The phenomenon is not unusual in LLMs, says Sander Land, a machine-learning engineer at Cohere, a Canadian AI company. Land and his colleague Max Bartolo recently drafted a paper on how to detect the unusual tokens that can be used to cause models to glitch. One of the most famous examples was “_SolidGoldMagikarp,” a Reddit username that was found to get ChatGPT to generate unrelated, weird, and unsafe answers.

The problem lies in the fact that sometimes the tokenizer and the actual LLM are trained on different data sets, and what was prevalent in the tokenizer data set is not in the LLM data set for whatever reason. The result is that while the tokenizer picks up certain words that it sees frequently, the model is not sufficiently trained on them and never fully understands what these “under-trained” tokens mean. In the _SolidGoldMagikarp case, the username was likely included in the tokenizer training data but not in the actual GPT training data, leaving GPT at a loss about what to do with the token. “And if it has to say something … it gets kind of a random signal and can do really strange things,” Land says.

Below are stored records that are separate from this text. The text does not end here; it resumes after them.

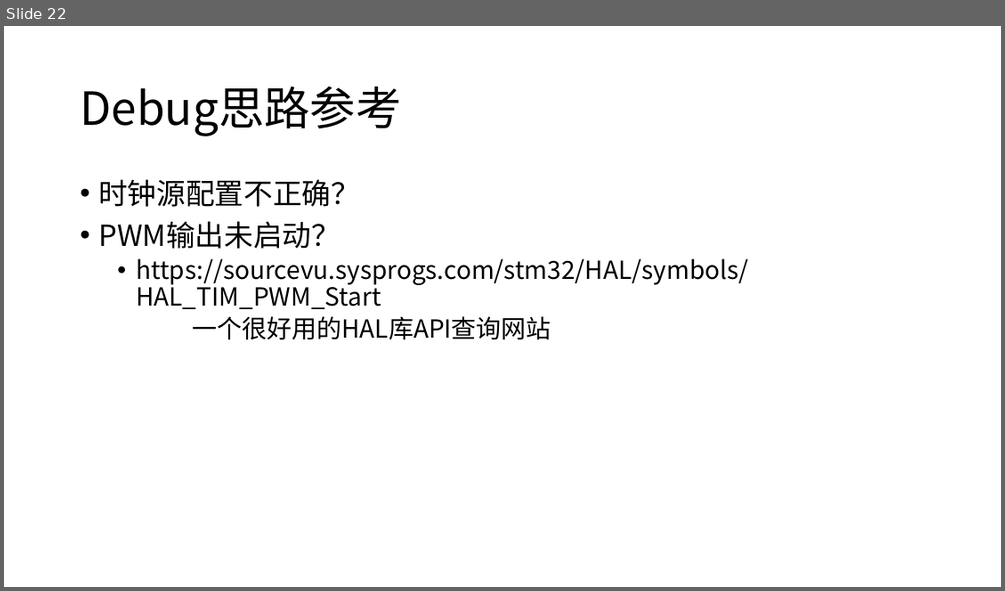
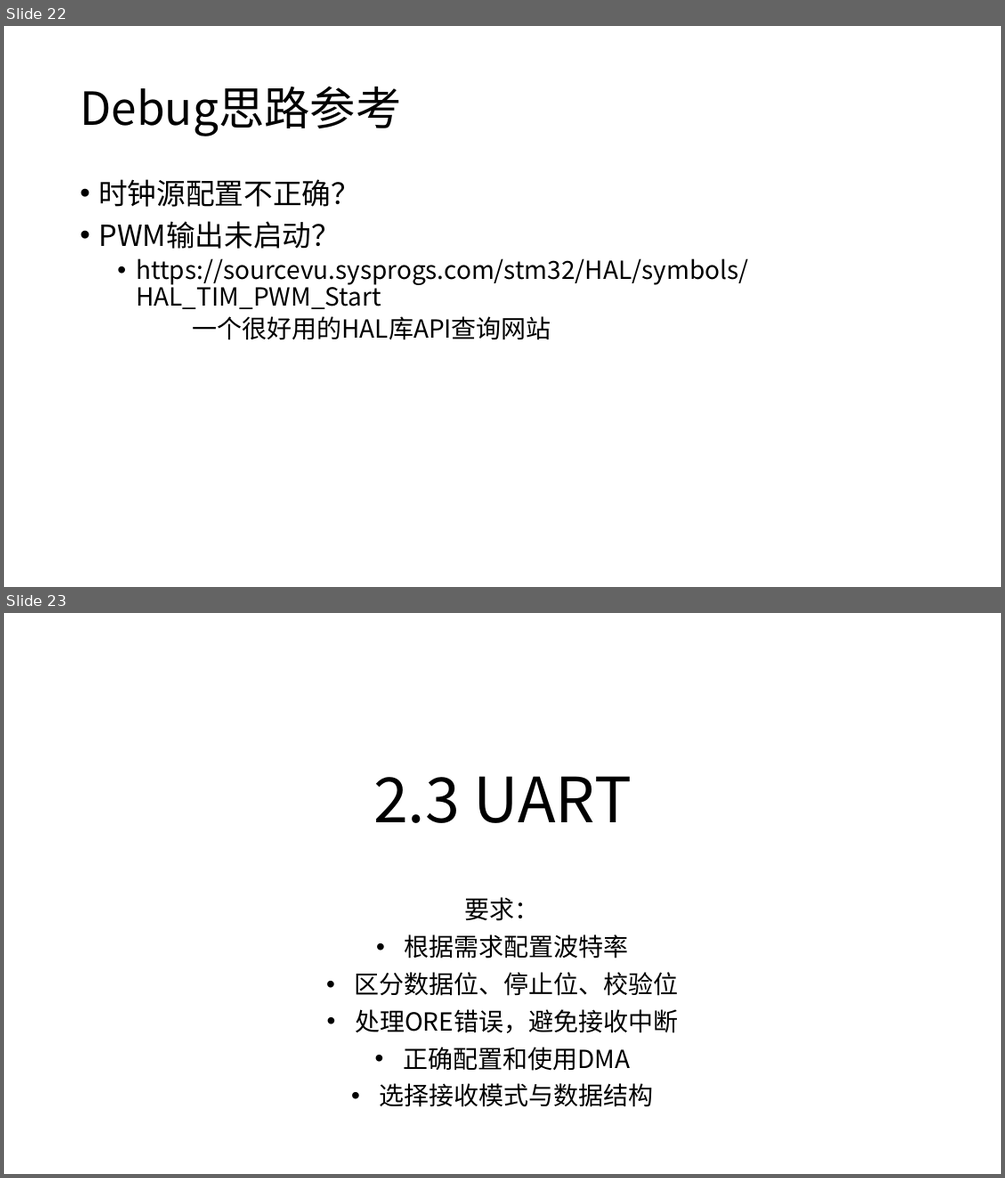
Before and after one commit to JLU-Robomaster-Embedded/embedded_tutorial, a slide deck: 2_STM32基本功能.pptx. Shown one above the other, each under a label of ours: slide 22 before the commit, slides 22 and 23 after it. The pictures are 1005x591 and 1005x1178 pixels, drawn with LibreOffice and Linux fonts; fonts in the diff are those of the drawing. Boxes give left, top, right and bottom in pixels: in the first picture for what was removed or moved away, otherwise in the second. Text is boxed around its words. In the diff, an @@ line names an element or a change of style, - is before the commit and + after.

```diff
--- a/2_STM32基本功能.pptx
+++ b/2_STM32基本功能.pptx
@@ slide 23 added at (4,613,1001,1174), background #FFFFFF @@
@@ title added at (373,776,631,823), 60 pt, text #000000 @@
+2.3 UART
@@ subtitle added at (355,897,679,1107), 24 pt, text #000000 @@
+要求：
+• 根据需求配置波特率
+• 区分数据位、停止位、校验位
+• 处理ORE错误，避免接收中断
+• 正确配置和使用DMA
+• 选择接收模式与数据结构
```
Also in this commit, not shown: 18 other slides added.

And different models could glitch differently in this situation. “Like, Llama 3 always gives back empty space but sometimes then talks about the empty space as if there was something there. With other models, I think Gemini, when you give it one of these tokens, it provides a beautiful essay about aluminum, and [the question] didn’t have anything to do with aluminum,” says Land.

To solve this problem, the data set used for training the tokenizer should well represent the data set for the LLM, he says, so there won’t be mismatches between them. If the actual model has gone through safety filters to clean out porn or spam content, the same filters should be applied to the tokenizer data. In reality, this is sometimes hard to do because training LLMs takes months and involves constant improvement, with spam content being filtered out, while token training is usually done at an early stage and may not involve the same level of filtering. 

While experts agree it’s not too difficult to solve the issue, it could get complicated as the result gets looped into multi-step intra-model processes, or when the polluted tokens and models get inherited in future iterations. For example, it’s not possible to publicly test GPT-4o’s video and audio functions yet, and it’s unclear whether they suffer from the same glitches that can be caused by these Chinese tokens.

“The robustness of visual input is worse than text input in multimodal models,” says Geng, whose research focus is on visual models. Filtering a text data set is relatively easy, but filtering visual elements will be even harder. “The same issue with these Chinese spam tokens could become bigger with visual tokens,” he says.